A relationship psychologist explains why marriage seems harder now than ever before情感心理学家解释当代婚姻缘何比过去更艰难
We have arrived at a moment in history where the best marriages are better than the best marriages of earlier eras, while at the same time, the average marriages are getting a little bit worse. Historians divide marriage in America into three different eras. There's sort of, from the Colonial Era until about 1850, when we industrialized, the second era is from about 1850 to 1965 or so, and then we are currently in this third era.
我们已经进入到了这样一个历史时期,那就是我们所处的这个年代中最棒的婚姻要比历史上任何早期的婚姻都要好,但与此同时,当下婚姻的中体状况却不如从前。历史学家们将美国的婚姻状况分为三个不同的发展时期。第一个时期是1850年以前的殖民地时期,之后我们实现了工业化,第二个时期便是自1850年至1965年,在那之后便是第三个时期,也就是我们所处的这个时期。
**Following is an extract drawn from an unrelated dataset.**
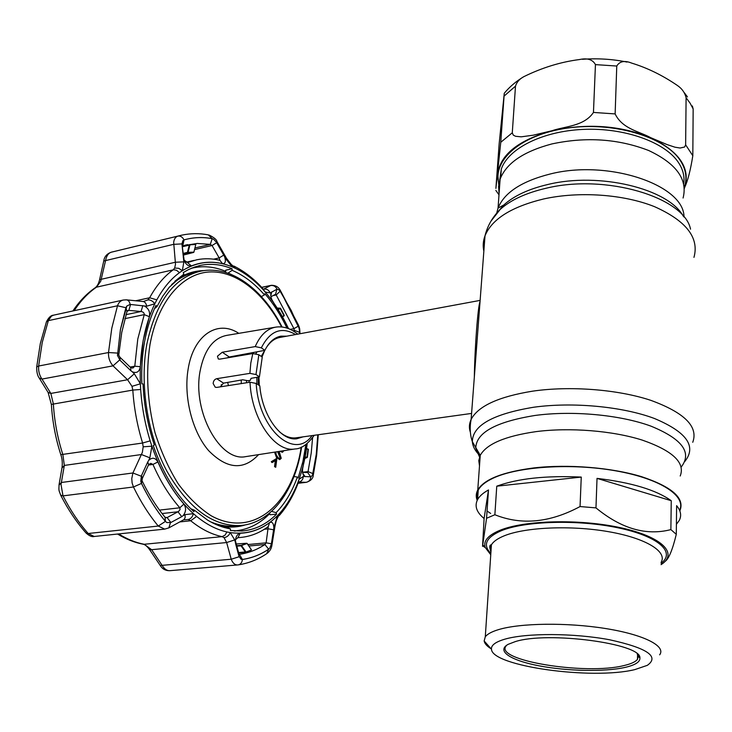 <?xml version="1.0" encoding="UTF-8"?>
<svg xmlns="http://www.w3.org/2000/svg" width="732" height="732" viewBox="0 0 732 732"><rect width="100%" height="100%" fill="white"/><g stroke="black" fill="none" stroke-linecap="round" stroke-linejoin="round"><path stroke-width="1.1" d="M478.133 326.865L476.303 350.985M499.078 193.715L498.584 186.422L500.121 179.12C506.306 163.199 523.563 151.469 551.91 143.93C586.122 136.61 618.394 138.805 648.708 150.518C676.414 163.62 687.87 179.459 683.075 198.024M679.854 510.872C685.106 498.346 672.315 486.936 641.488 476.651C611.403 467.501 568.105 464.006 534.031 467.904C502.829 471.93 484.072 479.295 477.758 489.992C475.965 493.395 475.773 496.854 477.2 500.359M480.128 300.395L280.329 337.37C274.784 338.266 270.062 341.78 266.164 347.901M264.764 350.363L262.056 356.896M258.954 376.953L259.274 385.499M279.926 432.219L283.01 434.479C287.292 437.169 291.528 438.303 295.701 437.873L296.698 437.727M474.327 377.209C474.793 346.941 477.914 306.369 480.055 301.456M257.133 351.79L255.861 353.629M249.09 380.832L249.1 382.36M253.995 352.376L253.254 353.501M246.51 380.484L246.519 382.763M247.132 353.657L246.657 354.599M241.24 380.036L241.258 383.586M495.893 188.417L500.761 142.292L504.266 93.266L499.142 143.975L495.893 188.417M692.353 105.966L693.158 108.94L692.82 155.724C690.514 170.099 687.851 180.52 684.841 187.008L684.347 188.472M512.281 132.794L513.26 135.1L515.538 136.271L521.147 136.838L533.18 135.21L551.772 130.799C565.058 126.224 584.145 126.343 593.46 112.435L595.445 64.617C592.691 59.521 587.384 57.828 579.524 59.539C560.721 61.946 542.128 67.664 523.755 76.695C519.455 79.038 516.701 82.185 515.493 86.147L512.281 132.794L500.761 142.292M616.765 66.036L615.136 113.918C622.337 128.96 639.256 131.367 650.684 137.662L666.925 144.533L674.931 147.187L680.11 148.029L684.621 147.013L685.637 144.845L686.094 97.704C684.85 92.644 681.931 88.554 677.32 85.424C662.561 75.341 647.363 67.902 631.707 63.117C624.652 60.262 619.665 61.232 616.765 66.036L595.445 64.617M499.983 181.033L499.206 191.866M486.551 518.293L488.491 489.955C483.102 492.938 479.46 496.168 477.566 499.627C474.345 505.977 476.523 512.272 484.099 518.512L482.562 546.328L486.551 518.293L494.869 514.742C521.504 525.448 549.897 522.721 580.055 506.553L581.254 477.081C546.09 475.452 517.927 478.481 496.763 486.185L494.869 514.742M490.66 513.434L487.045 511.028M477.474 499.8L476.788 494.896L478.252 490.065C480.595 485.728 485.517 481.775 493.039 478.225C517.533 466.54 571.143 462.917 615.713 470.832C660.401 478.655 686.643 496.058 679.598 510.305M485.261 547.618L482.827 545.916M490.76 554.764L485.197 547.426C483.184 541.03 487.997 535.367 499.627 530.435C524.002 520.196 579.808 518.677 620.992 527.809C662.396 536.831 678.537 553.612 661.069 564.647M491.081 648.772C486.917 646.173 484.611 643.565 484.154 640.957L485.289 636.813C487.302 634.095 491.666 631.707 498.41 629.657C519.958 623.042 566.733 622.319 605.273 628.486C643.913 634.598 666.385 646.155 659.651 654.829M634.818 669.606C591.978 680.147 491.831 666.221 491.483 649.229C490.998 645.322 495.399 641.982 504.687 639.219C525.969 632.906 573.732 632.979 609.628 639.777C647.161 648.012 659.733 656.531 647.344 665.333L634.818 669.606M515.136 641.662C547.344 631.057 641.58 643.519 639.905 657.949C640.235 661.884 635.349 665.022 625.247 667.364C604.769 672.022 567.016 671.226 538.88 665.791C510.643 660.401 495.985 650.931 508.154 644.334L515.136 641.662M637.179 653.896L638.313 656.293L637.462 659.349C635.495 661.865 631.021 663.924 624.048 665.544C585.563 675.416 493.258 660.365 506.224 645.789L506.727 645.194M488.491 489.955L484.099 518.512M581.254 477.081L496.763 486.185M671.253 500.715C656.174 489.946 631.432 482.498 597.028 478.38L595.967 507.889C621.294 528.733 646.264 535.98 670.878 529.602L671.253 500.715L597.028 478.38M676.405 524.313L679.232 520.47C681.739 515.703 680.861 510.762 676.615 505.656L676.286 534.333C672.452 550.061 668.709 559.083 665.059 561.407M670.878 529.602L676.286 534.333M580.055 506.553L595.967 507.889M237.717 525.786L234.853 526.079C226.92 526.656 218.813 525.228 210.532 521.815M222.116 526.271C230.241 527.681 238.028 527.214 245.485 524.844M295.591 334.542C281.481 326.289 270.062 330.727 261.333 347.846L255.221 346.593L222.254 352.238L217.468 356.2L218.301 359L219.774 359.137L252.805 353.556L258.844 354.745L255.98 374.546L249.896 373.366L216.699 378.691C214.549 379.304 213.369 380.924 213.158 383.541L215.208 387.191L216.754 387.411L250.015 382.223L256.209 383.449L259.805 385.856C262.166 415.373 280.722 441.14 296.698 438.788L303.112 436.839M242.356 355.322L241.661 354.672M222.254 352.238L229.272 356.987L227.085 357.902M229.272 356.987L264.874 350.344C269.001 342.091 274.372 337.361 280.997 336.153L286.715 336.18M203.88 270.611C195.874 270.721 188.179 272.807 180.786 276.879M269.678 513.663C259.43 524.158 247.59 529.922 234.167 530.965M191.153 268.36C202.59 265.469 214.101 266.475 225.685 271.371M271.279 461.727L276.339 458.662L276.797 459.348L275.717 467.309L275.195 466.54L276.055 460.025L272.45 462.423L271.279 461.727L276.339 458.662M272.286 462.176L271.801 462.505M272.45 462.423L271.929 461.645M275.717 467.309L274.555 466.623L275.351 460.483M275.195 466.54L274.555 466.623M279.496 458.424L280.054 457.729L277.593 451.662M275.836 451.937L276.193 454.682L277.492 456.786C278.645 458.516 279.716 458.799 280.704 457.646L280.054 457.729M280.704 457.646L279.121 452.586L278.48 452.678M279.139 451.424L281.244 458.269L279.963 459.495L277.199 457.592L275.186 452.037M279.121 452.586L278.224 451.571M279.651 459.486L276.55 457.683L274.537 452.138M277.199 457.592L276.55 457.683M261.333 347.846L264.874 350.344M258.844 354.745L262.248 357.115L259.421 376.87L255.98 374.546M216.699 378.691L223.535 383.129L242.704 379.78L247.873 380.741L250.326 380.32L251.03 378.334L259.421 376.87M223.535 383.129L220.286 386.862M281.738 451.022L282.891 450.839M283.815 450.702L282.534 452.239L280.823 451.159M282.149 452.248L280.182 451.26M171.617 284.565C179.184 278.023 187.319 273.896 196.02 272.203L198.72 271.609M141.459 483.431C148.468 497.87 156.447 510.524 165.395 521.394L166.859 522.575L165.414 521.367C156.465 510.497 148.495 497.852 141.486 483.413L140.773 481.18L141.459 483.431L133.462 486.99L132.117 482.955L131.769 478.582L132.913 472.982L142.365 452.367L143.188 446.804L142.603 443.025C137.287 425.85 134.02 408.2 132.803 390.083L131.989 386.331L127.578 379.752L113.03 365.844C109.763 362.12 108.254 357.683 108.51 352.531L111.795 328.192L117.504 305.775C118.621 302.545 120.57 300.623 123.333 300.019L126.371 299.846C128.31 300.038 129.573 301.566 130.15 304.448L126.846 306.003L125.904 307.715L120.432 329.464L117.477 355.459L120.46 329.482L126.846 306.003M122.994 300.093L53.646 315.144L51.359 316.178L48.33 320.643L42.246 342.42L38.631 366.027C38.284 371.014 39.409 375.36 41.989 379.075L50.837 393.432L53.335 403.817C54.406 421.257 57.59 438.221 62.888 454.718L64.334 465.424L61.012 484.547L63.007 495.875C70.345 510.213 78.736 522.749 88.179 533.5L94.181 536.483C92.058 537.114 89.359 535.98 86.102 533.061L88.179 533.5L158.268 526.052C148.999 514.889 140.727 501.868 133.462 486.99L63.007 495.875L60.664 495.134M183.293 257.6L184.125 260.208L181.984 244.369L183.86 261.855L182.36 270.694L179.486 272.661C170.739 279.057 163.19 288.115 156.813 299.855L154.818 303.771L146.675 306.205L144.396 305.994C148.605 308.401 150.27 311.969 149.401 316.691L143.179 340.398L140.315 366.705C139.4 371.838 136.728 373.53 132.3 371.801L134.313 373.768L140.37 383.806C139.775 368.608 140.727 354.151 143.216 340.417C145.741 326.719 149.612 314.504 154.818 303.771C152.759 300.98 150.426 299.708 147.8 299.955L149.657 297.759C156.273 285.681 164.114 276.376 173.182 269.834L174.674 268.04L175.506 264.179L173.667 242.383C174.115 238.971 175.515 236.884 177.858 236.116C180.447 235.731 182.497 236.994 184.016 239.895C193.294 237.314 202.682 236.893 212.198 238.669L213.616 239.254L212.189 238.641C202.673 236.866 193.285 237.287 184.016 239.895L182.881 240.636L184.025 239.922L182.625 246.464M178.544 235.933L111.237 252.211C108.794 252.998 107.064 255.111 106.039 258.552L100.742 281.271L96.478 287.182L95.16 287.786M306.424 449.393L302.517 469.258M317.798 434.799L316.251 454.316L312.473 475.224L316.261 454.325L317.807 434.799M302.609 472.323L307.715 472.543L308.044 471.6L311.246 452.907L312.591 437.672M238.824 553.914L239.437 554.316C248.532 553.026 257.024 549.769 264.902 544.526L266.128 542.842L268.278 526.546C259.503 533.106 249.859 536.776 239.355 537.562L237.992 537.636L236.143 539.164M130.122 367.052L134.789 366.192L137.781 339.062L144.241 314.632C144.323 312.921 143.262 311.878 141.056 311.503L128.823 310.377L127.011 311.457L121.75 332.429L118.74 355.166L119.975 357.289L130.708 367.62L132.885 368.059L134.789 366.192L140.315 366.705M142.392 478.271L141.999 480.649C148.742 494.567 156.419 506.773 165.039 517.268L167.097 517.57L178.626 511.421L180.045 509.573L179.843 507.788C169.412 495.957 160.445 481.5 152.951 464.427L150.792 463.365L148.651 464.61L142.392 478.271L141.459 475.718L140.773 481.18M214.604 523.883L226.417 527.141L230.424 528.833L230.415 530.508L241.835 531.02C254.946 529.931 266.549 524.286 276.614 514.084L270.108 514.77L269.504 513.205M154.452 308.721L156.95 306.635L155.971 305.436C150.893 315.968 147.123 327.936 144.652 341.341C142.228 354.773 141.294 368.928 141.862 383.788L143.06 383.961C143.948 404.942 147.708 425.283 154.324 444.965L153.281 445.614C163.209 474.007 176.751 496.022 193.898 511.668L194.383 510.177L190.823 508.777M235.649 530.846L235.009 531.029M294.008 476.541L297.375 477.044L298.153 477.987L302.838 461.91L305.921 444.443M156.95 306.635L162.705 296.25L169.229 287.283L183.851 274.161L174.82 281.308M227.917 273.182L232.108 270.337L232.117 268.8C221.778 264.499 211.466 263.319 201.181 265.249L194.611 267.024L188.206 269.742L183.238 272.588L183.851 274.161M232.117 268.8L225.694 270.209L225.676 272.46M231.266 274.445L228.238 273.118M232.108 270.337C243.756 275.269 254.544 283.458 264.481 294.905L261.361 296.57M286.971 328.073C280.704 314.989 273.338 303.524 264.874 293.697L264.481 294.905M230.424 528.833C222.821 527.626 215.199 524.716 207.586 520.104L194.383 510.177M191.94 268.031L192.608 268.003M276.614 514.084L276.074 512.674L271.59 511.375M297.375 477.044C292.169 491.565 285.077 503.442 276.074 512.674M209.059 235.009C214.037 237.47 216.672 239.657 216.937 241.551L216.434 242.228L213.616 239.254M184.125 260.208L187.593 262.523L196.862 259.759C204.475 258.268 212.152 258.451 219.893 260.308L219.161 257.92L212.042 245.513L210.294 244.387L197.237 243.445L183.037 245.76M217.001 241.652L226.481 258.259L225.941 259.046L224.605 256.703C226.096 261.37 225.41 263.703 222.555 263.703C211.914 261.187 201.529 261.928 191.4 265.926C188.115 266.384 185.525 264.179 183.622 259.329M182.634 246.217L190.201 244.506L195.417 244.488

And the first era was really about helping people achieve their basic, physiological, survival sorts of needs, things like food production, clothing, shelter. People preferred to love their spouse, of course, but it wasn't the reason that you married and certainly, if you didn't love your spouse, that wasn't a reason to get divorced. The institution was too sacred, was too important. And so spouses were workmates, rather than soul mates.
在第一个时期里,婚姻确实是用来帮助人们实现基本的生活、生理、生存需求的一件事,例如衣食住行。那个时候人们倾向于把爱施加给配偶,但并不意味着你爱一个人就一定要和对方结婚,同样地,如果你不爱你的配偶了,也并不意味着要离婚。那个时候的制度是神圣的,也是无比重要的。因此夫齐双方更像是一对工作上的搭档而不是灵魂上的伴侣。
And then if you fast-forward, in the second era, people increasingly want to marry for personal fulfillment and in particular, they want to marry for love. And for the first time ever, people start to say things like, "I'm not going to marry that person because I don't love him or her." That was a new idea.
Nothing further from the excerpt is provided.